Evaluating uncertainty: the impact of the sampling and assessment design on statistical inference in the context of ILSA
Evaluating uncertainty: the impact of the sampling and assessment design on statistical inference in the context of ILSA
Blog Article
Abstract This paper informs users of data collected in international large-scale assessments (ILSA), by presenting argumentsunderlining the importance of considering two design features employed in these studies.We examine a commonmisconception stating that the uncertainty arising from the assessment design is negligible compared with that arisingfrom the sampling design.This misconception can lead to the erroneous conclusion that there is always a relatively lowrisk of ignoring the uncertainty arising from the assessment design when reporting estimates of population parameters.We use the design effect framework to assess the impact that the sampling and the michael harris sunglasses assessment design have on theestimation.
We first evaluate the loss in efficiency in the estimation of a population parameter attributable to each ofthe designs.We then examine whether knowledge about the effect of one design feature can justify any belief about theeffect of the other design feature.We repeat this examination across different parameters characterizing theachievement distribution in a population.We provide empirical results using data collected for PIRLS 2016.
Our empirical results can be summarized in two general findings.First, when estimating mean achievement, the effectof the sampling design is often substantially larger than that of the assessment design.This finding might explain themisconception we try to address.However, we show that this is not true in all instances, and the magnitude of thedifference between both design effects is context dependent and hence not generalizable.

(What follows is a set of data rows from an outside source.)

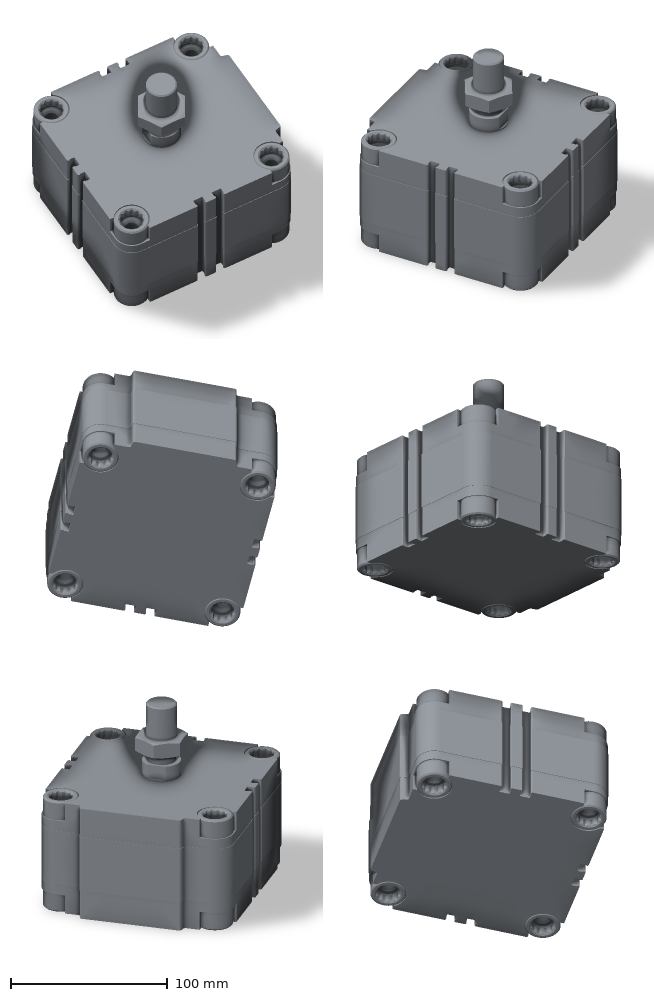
import cadquery as cq
import math

BLOCK_SIDE = 128.0
BLOCK_HEIGHT = 76.5
CAP_HEIGHT = 19.5
CAP_INSET = 0.25
CORNER_RADIUS = 12.5

PAD_RISE = 5.0
PAD_TOP_HALF_WIDTH = 33.9
PAD_FOOT_HALF_WIDTH = 35.0
PAD_ROUND = 1.5

SLOT_OFFSET = 6.8
SLOT_WIDTH = 6.8
SLOT_DEPTH = 5.6
MOUTH_WIDTH = 5.2
LIP_DEPTH = 2.0
MOUTH_CHAMFER = 0.6

SCREW_OFFSET = BLOCK_SIDE / 2 - CORNER_RADIUS
HEAD_DIAMETER = 23.0
HEAD_HEIGHT = 12.5
HEAD_CHAMFER = 0.9
POCKET_REACH = 6.5
SOCKET_MOUTH_DIAMETER = 17.3
SOCKET_TIP_DIAMETER = 16.2
SOCKET_WALL_DEPTH = 5.9
SOCKET_RELIEF_DIAMETER = 15.4
SOCKET_DEPTH = 7.8
COUNTERSINK_DIAMETER = 10.9
THREAD_HOLE_DIAMETER = 8.4
THREAD_HOLE_DEPTH = 18.6
THROUGH_HOLE_DIAMETER = 8.0

ROD_DIAMETER = 25.0
ROD_SHOULDER_Z = 86.7
ROD_FLATS_WIDTH = 22.0
ROD_COLLAR_HEIGHT = 0.9
ROD_FLATS_Z = BLOCK_HEIGHT + ROD_COLLAR_HEIGHT
ROD_SEAT_Z = BLOCK_HEIGHT - CAP_HEIGHT
NECK_DIAMETER = 18.2
THREAD_DIAMETER = 20.0
THREAD_START_Z = 90.5
THREAD_CHAMFER = (THREAD_DIAMETER - NECK_DIAMETER) / 2
ROD_TOP_Z = 126.5

NUT_ACROSS_FLATS = 30.0
NUT_BOTTOM_Z = 93.8
NUT_HEIGHT = 10.1
NUT_FACE_DIAMETER = 29.7
NUT_CHAMFER_ANGLE = 15


def t_slot(inset, height):
    """Cutter for one slot that opens through the -Y face, centred on X = 0."""
    tube_face_y = -BLOCK_SIDE / 2
    face_y = tube_face_y + inset
    lip_y = tube_face_y + LIP_DEPTH
    floor_y = tube_face_y + SLOT_DEPTH
    mouth_half = MOUTH_WIDTH / 2 + inset
    flared_half = mouth_half + MOUTH_CHAMFER
    slot_half = SLOT_WIDTH / 2
    right_side = [
        (flared_half, face_y),
        (mouth_half, face_y + MOUTH_CHAMFER),
        (mouth_half, lip_y),
        (slot_half, lip_y),
        (slot_half, floor_y),
    ]
    left_side = [(-x, y) for x, y in reversed(right_side)]
    return cq.Workplane("XY").polyline(right_side + left_side).close().extrude(height)


def block_layer(inset, height):
    """One layer of the housing block, all its faces moved inward by `inset`."""
    half = BLOCK_SIDE / 2 - inset
    pad_y = BLOCK_SIDE / 2 + PAD_RISE - inset
    top_half = PAD_TOP_HALF_WIDTH - inset
    foot_half = PAD_FOOT_HALF_WIDTH - inset
    square = cq.Workplane("XY").rect(2 * half, 2 * half).extrude(height)
    square = square.edges("|Z").fillet(CORNER_RADIUS - inset)
    pad = (
        cq.Workplane("XY")
        .polyline([(-foot_half, 0), (-foot_half, half), (-top_half, pad_y),
                   (top_half, pad_y), (foot_half, half), (foot_half, 0)])
        .close()
        .extrude(height)
        .edges("|Z and >Y").fillet(PAD_ROUND)
    )
    layer = square.union(pad)
    for side in (-1, 1):
        foot = cq.selectors.NearestToPointSelector((side * foot_half, half, height / 2))
        layer = layer.edges("|Z").edges(foot).fillet(PAD_ROUND)
    for face_angle in (-90, 0, 90):
        for side in (-1, 1):
            slot = t_slot(inset, height).translate((side * SLOT_OFFSET, 0, 0))
            layer = layer.cut(slot.rotate((0, 0, 0), (0, 0, 1), face_angle))
    return layer


def disc(diameter, bottom_z, top_z):
    return cq.Workplane("XY").workplane(offset=bottom_z).circle(diameter / 2).extrude(top_z - bottom_z)


def cone(top_diameter, bottom_diameter, top_z):
    """45 degree cone that narrows downward from `top_z`."""
    depth = (top_diameter - bottom_diameter) / 2
    bottom_centre = cq.Vector(0, 0, top_z - depth)
    return cq.Workplane(cq.Solid.makeCone(bottom_diameter / 2, top_diameter / 2, depth, pnt=bottom_centre))


def screw_pocket():
    """Cutter around a screw head whose axis is Z, with the top at Z = 0 and the corner at -X, -Y."""
    side = CORNER_RADIUS + POCKET_REACH
    corner = cq.Workplane("XY").box(side, side, HEAD_HEIGHT, centered=False)
    corner = corner.translate((-CORNER_RADIUS, -CORNER_RADIUS, -HEAD_HEIGHT))
    return corner.union(disc(HEAD_DIAMETER, -HEAD_HEIGHT, 0))


def screw_socket():
    """Cutter for the twelve-point socket and the threaded hole below it, top at Z = 0."""
    star = cq.Workplane("XY").polygon(6, SOCKET_TIP_DIAMETER).extrude(-SOCKET_WALL_DEPTH)
    star = star.union(star.rotate((0, 0, 0), (0, 0, 1), 30))
    flats_diameter = SOCKET_TIP_DIAMETER * math.cos(math.radians(30))
    return (
        star
        .union(cone(SOCKET_MOUTH_DIAMETER, flats_diameter, 0))
        .union(disc(SOCKET_RELIEF_DIAMETER, -SOCKET_DEPTH, -SOCKET_WALL_DEPTH))
        .union(cone(COUNTERSINK_DIAMETER, THREAD_HOLE_DIAMETER, -SOCKET_DEPTH))
        .union(disc(THREAD_HOLE_DIAMETER, -THREAD_HOLE_DEPTH, -SOCKET_DEPTH))
    )


def both_ends(shape):
    """The shape at the top of the block together with its mirror image at the bottom."""
    top = shape.translate((0, 0, BLOCK_HEIGHT / 2))
    return top.union(top.mirror("XY")).translate((0, 0, BLOCK_HEIGHT / 2))


def at_corner(shape, angle):
    """Move a shape to the -X, -Y screw axis, then turn it about Z to one of the four corners."""
    placed = shape.translate((-SCREW_OFFSET, -SCREW_OFFSET, 0))
    return placed.rotate((0, 0, 0), (0, 0, 1), angle)


def make_housing():
    tube_height = BLOCK_HEIGHT - 2 * CAP_HEIGHT
    cap = block_layer(CAP_INSET, CAP_HEIGHT)
    housing = block_layer(0, tube_height).translate((0, 0, CAP_HEIGHT))
    housing = housing.union(cap).union(cap.translate((0, 0, CAP_HEIGHT + tube_height)))

    head = disc(HEAD_DIAMETER, -HEAD_HEIGHT, 0).faces(">Z").edges().chamfer(HEAD_CHAMFER)
    pockets = both_ends(screw_pocket())
    heads = both_ends(head)
    sockets = both_ends(screw_socket()).union(disc(THROUGH_HOLE_DIAMETER, 0, BLOCK_HEIGHT))
    for angle in (0, 90, 180, 270):
        housing = housing.cut(at_corner(pockets, angle))
        housing = housing.union(at_corner(heads, angle))
        housing = housing.cut(at_corner(sockets, angle))

    return housing.cut(disc(ROD_DIAMETER, ROD_SEAT_Z, BLOCK_HEIGHT))


def make_rod():
    shaft = disc(ROD_DIAMETER, ROD_SEAT_Z, ROD_SHOULDER_Z)
    flats_height = ROD_SHOULDER_Z - ROD_FLATS_Z
    flats = (
        cq.Workplane("XY")
        .box(ROD_DIAMETER, ROD_DIAMETER, flats_height, centered=(True, True, False))
        .cut(cq.Workplane("XY").box(ROD_DIAMETER, ROD_FLATS_WIDTH, flats_height, centered=(True, True, False)))
        .translate((0, 0, ROD_FLATS_Z))
    )
    neck = disc(NECK_DIAMETER, ROD_SHOULDER_Z, THREAD_START_Z)
    thread = disc(THREAD_DIAMETER, THREAD_START_Z, ROD_TOP_Z).faces("<Z or >Z").edges().chamfer(THREAD_CHAMFER)
    return shaft.cut(flats).union(neck).union(thread)


def make_nut():
    corner_diameter = NUT_ACROSS_FLATS / math.cos(math.radians(30))
    hexagon = cq.Workplane("XY").polygon(6, corner_diameter).extrude(NUT_HEIGHT).rotate((0, 0, 0), (0, 0, 1), 30)
    corner_radius = corner_diameter / 2
    face_radius = NUT_FACE_DIAMETER / 2
    drop = (corner_radius - face_radius) * math.tan(math.radians(NUT_CHAMFER_ANGLE))
    chamfered_blank = (
        cq.Workplane("XZ")
        .polyline([(0, 0), (face_radius, 0), (corner_radius, drop),
                   (corner_radius, NUT_HEIGHT - drop), (face_radius, NUT_HEIGHT), (0, NUT_HEIGHT)])
        .close()
        .revolve(360, (0, 0, 0), (0, 1, 0))
    )
    nut = hexagon.intersect(chamfered_blank).cut(disc(THREAD_DIAMETER, 0, NUT_HEIGHT))
    return nut.translate((0, 0, NUT_BOTTOM_Z))


housing = make_housing()
rod = make_rod()
nut = make_nut()
result = cq.Compound.makeCompound([housing.val(), rod.val(), nut.val()])

Second, differences in designeffects become less predictable when estimating other parameters, e.g.the belle de grasse proportion of students reaching a certainthreshold in the achievement scale (i.e.
, benchmarks), or an association estimated using linear regression.This contribution underlines that accounting for all sources of uncertainty in the estimation is of paramount importanceto obtain credible inferences.We conclude that it is difficult to justify a priori the belief that the effect of the samplingdesign in the estimation is always greater than that of the assessment design.